BRADENTON, Fla. — Francisco Liriano has twice won Comeback Player of the Year honors, once in each league, as bestowed by MLB.com.
Yet that is not a mark of distinction for the 30-year-old left-hander. Instead, it is a sign of all the inconsistency Liriano has shown throughout his eight-year career in the major leagues.
Liriano was the American League Comeback Player of the Year in 2010 when he went 14-10 with a 3.62 ERA for Minnesota. A year earlier, he had compiled a 5-13 record and a 5.80 ERA for the Twins.
Liriano won the honor in the National League last season for going 16-8 with a 3.02 ERA for the Pittsburgh Pirates. That was quite a contrast from his 2012 performance in which he was 6-12 with a 5.34 ERA with the Twins and Chicago White Sox.
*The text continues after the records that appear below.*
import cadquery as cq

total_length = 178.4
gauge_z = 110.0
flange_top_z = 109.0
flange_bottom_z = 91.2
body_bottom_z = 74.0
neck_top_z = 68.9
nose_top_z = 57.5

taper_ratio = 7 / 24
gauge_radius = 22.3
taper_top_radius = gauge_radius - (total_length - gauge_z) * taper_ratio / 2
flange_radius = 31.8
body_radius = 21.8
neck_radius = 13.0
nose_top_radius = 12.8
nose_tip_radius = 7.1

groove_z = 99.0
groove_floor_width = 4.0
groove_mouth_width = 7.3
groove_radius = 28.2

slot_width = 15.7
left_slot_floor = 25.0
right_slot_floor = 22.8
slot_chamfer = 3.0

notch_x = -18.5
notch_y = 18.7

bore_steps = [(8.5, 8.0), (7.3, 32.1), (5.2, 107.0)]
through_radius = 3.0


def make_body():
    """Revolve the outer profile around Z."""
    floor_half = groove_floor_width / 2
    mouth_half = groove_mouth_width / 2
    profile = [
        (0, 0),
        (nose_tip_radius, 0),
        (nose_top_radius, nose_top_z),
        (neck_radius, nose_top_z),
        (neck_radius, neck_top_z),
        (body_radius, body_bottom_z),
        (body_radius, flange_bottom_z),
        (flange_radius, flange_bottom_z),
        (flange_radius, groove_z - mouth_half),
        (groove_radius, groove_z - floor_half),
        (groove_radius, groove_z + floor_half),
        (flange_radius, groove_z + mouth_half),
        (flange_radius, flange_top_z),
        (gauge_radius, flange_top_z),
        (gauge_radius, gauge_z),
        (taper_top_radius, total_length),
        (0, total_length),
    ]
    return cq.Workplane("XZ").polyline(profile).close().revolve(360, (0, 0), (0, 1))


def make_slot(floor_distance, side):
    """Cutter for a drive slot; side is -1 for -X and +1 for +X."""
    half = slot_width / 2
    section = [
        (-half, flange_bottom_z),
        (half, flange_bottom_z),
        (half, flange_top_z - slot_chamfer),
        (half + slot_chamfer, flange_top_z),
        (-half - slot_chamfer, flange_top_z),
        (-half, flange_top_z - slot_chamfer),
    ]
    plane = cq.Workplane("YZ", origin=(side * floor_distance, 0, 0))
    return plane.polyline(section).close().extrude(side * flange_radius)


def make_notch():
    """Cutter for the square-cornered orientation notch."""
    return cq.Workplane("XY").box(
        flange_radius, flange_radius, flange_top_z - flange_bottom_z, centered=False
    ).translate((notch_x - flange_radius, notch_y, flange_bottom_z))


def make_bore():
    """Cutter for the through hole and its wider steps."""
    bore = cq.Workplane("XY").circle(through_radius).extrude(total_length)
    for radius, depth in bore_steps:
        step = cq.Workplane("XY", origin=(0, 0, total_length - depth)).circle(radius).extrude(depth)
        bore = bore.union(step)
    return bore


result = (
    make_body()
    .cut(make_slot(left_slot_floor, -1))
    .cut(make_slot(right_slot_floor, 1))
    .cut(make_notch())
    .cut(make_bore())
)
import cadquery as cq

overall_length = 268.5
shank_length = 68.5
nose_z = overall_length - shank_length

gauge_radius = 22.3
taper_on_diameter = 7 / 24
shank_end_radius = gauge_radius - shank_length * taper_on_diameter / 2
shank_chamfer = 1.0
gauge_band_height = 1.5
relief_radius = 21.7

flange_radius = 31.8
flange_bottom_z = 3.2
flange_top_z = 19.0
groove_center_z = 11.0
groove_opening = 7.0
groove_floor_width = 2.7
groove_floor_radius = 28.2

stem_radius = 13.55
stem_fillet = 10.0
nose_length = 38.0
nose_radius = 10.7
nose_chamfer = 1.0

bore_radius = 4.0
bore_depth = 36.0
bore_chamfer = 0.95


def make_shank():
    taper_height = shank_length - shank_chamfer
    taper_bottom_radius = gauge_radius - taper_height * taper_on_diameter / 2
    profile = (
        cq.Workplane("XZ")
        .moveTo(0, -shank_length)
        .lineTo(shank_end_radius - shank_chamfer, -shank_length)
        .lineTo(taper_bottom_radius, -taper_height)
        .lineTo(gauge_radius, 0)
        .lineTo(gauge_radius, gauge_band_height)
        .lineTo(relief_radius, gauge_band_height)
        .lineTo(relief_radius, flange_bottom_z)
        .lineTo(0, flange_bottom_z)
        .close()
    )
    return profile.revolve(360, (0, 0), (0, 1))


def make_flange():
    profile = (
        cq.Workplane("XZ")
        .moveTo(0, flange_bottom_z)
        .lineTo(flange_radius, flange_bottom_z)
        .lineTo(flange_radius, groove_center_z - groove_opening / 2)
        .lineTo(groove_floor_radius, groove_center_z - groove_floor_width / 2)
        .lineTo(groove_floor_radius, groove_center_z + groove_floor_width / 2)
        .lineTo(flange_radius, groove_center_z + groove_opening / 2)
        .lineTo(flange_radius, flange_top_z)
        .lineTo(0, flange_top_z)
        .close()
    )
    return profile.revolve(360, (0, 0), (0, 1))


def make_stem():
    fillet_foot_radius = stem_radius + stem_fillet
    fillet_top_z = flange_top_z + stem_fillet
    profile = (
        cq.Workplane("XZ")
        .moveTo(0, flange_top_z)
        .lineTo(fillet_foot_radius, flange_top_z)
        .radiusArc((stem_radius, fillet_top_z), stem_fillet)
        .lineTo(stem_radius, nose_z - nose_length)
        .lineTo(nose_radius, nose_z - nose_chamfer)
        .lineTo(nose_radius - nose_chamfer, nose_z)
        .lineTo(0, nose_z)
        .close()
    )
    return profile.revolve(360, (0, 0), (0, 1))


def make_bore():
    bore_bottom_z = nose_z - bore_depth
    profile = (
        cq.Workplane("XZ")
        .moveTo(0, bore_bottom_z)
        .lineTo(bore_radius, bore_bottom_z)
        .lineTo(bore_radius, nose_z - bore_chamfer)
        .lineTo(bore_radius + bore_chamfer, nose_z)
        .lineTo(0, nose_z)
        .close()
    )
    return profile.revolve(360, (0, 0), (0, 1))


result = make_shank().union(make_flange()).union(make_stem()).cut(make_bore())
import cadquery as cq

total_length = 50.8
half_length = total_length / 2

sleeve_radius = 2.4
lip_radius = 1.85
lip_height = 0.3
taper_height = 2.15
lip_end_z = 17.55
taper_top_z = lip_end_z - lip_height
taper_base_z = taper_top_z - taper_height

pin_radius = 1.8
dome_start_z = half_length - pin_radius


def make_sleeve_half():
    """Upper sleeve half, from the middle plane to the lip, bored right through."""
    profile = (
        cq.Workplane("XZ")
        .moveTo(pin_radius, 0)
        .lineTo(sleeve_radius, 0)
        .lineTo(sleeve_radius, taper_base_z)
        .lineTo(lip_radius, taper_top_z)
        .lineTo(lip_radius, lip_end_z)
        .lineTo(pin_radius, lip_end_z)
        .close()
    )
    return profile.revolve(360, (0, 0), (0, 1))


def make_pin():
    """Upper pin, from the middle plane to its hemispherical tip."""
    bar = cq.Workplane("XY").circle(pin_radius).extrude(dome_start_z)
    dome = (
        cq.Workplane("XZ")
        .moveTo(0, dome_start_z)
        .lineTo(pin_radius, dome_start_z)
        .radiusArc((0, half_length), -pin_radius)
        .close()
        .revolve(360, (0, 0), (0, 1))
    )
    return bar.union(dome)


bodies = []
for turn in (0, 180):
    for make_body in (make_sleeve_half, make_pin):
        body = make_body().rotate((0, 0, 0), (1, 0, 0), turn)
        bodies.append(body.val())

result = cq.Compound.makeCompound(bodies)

Thus, it was quite stunning in the early days of spring training when Pirates manager Clint Hurdle used the word “dependability” in describing Liriano after announcing him as Pittsburgh’s opening day starter. Hurdle is an eternal optimist, but no one had ever put Liriano and dependable in the same paragraph, let alone the same sentence.
“He’s a man you can depend on,” Hurdle said. “Many times, I’ve shared with these players the greatest ability you can have, day in and day out is your dependability. Frank is very consistent with his effort and demeanor, both on and off the mound.”
Liriano smiled when asked about Hurdle’s description. He has long heard the criticism about being too inconsistent and/or an underachiever.
“When I’ve been healthy, I’ve been a good pitcher,” Liriano said. “I haven’t always been healthy. But I feel like I can beat anybody when I’m feeling good.”
Liriano had Tommy John reconstructive elbow surgery following his rookie season with the Twins in 2006. He exasperated manager Ron Gardenhire and pitching coach Rick Anderson because they felt Liriano was hesitant to cut the ball loose during the first three years following his recovery.
Liriano then had his first comeback season in 2010, before experiencing shoulder pain early in 2011 that lingered off and on through 2012. Topping it off, Liriano missed the first six weeks of last season because of a broken right (non-throwing) arm, suffered in some type of household accident — there have been contradictory reports about it — on Christmas Day in the Dominican Republic.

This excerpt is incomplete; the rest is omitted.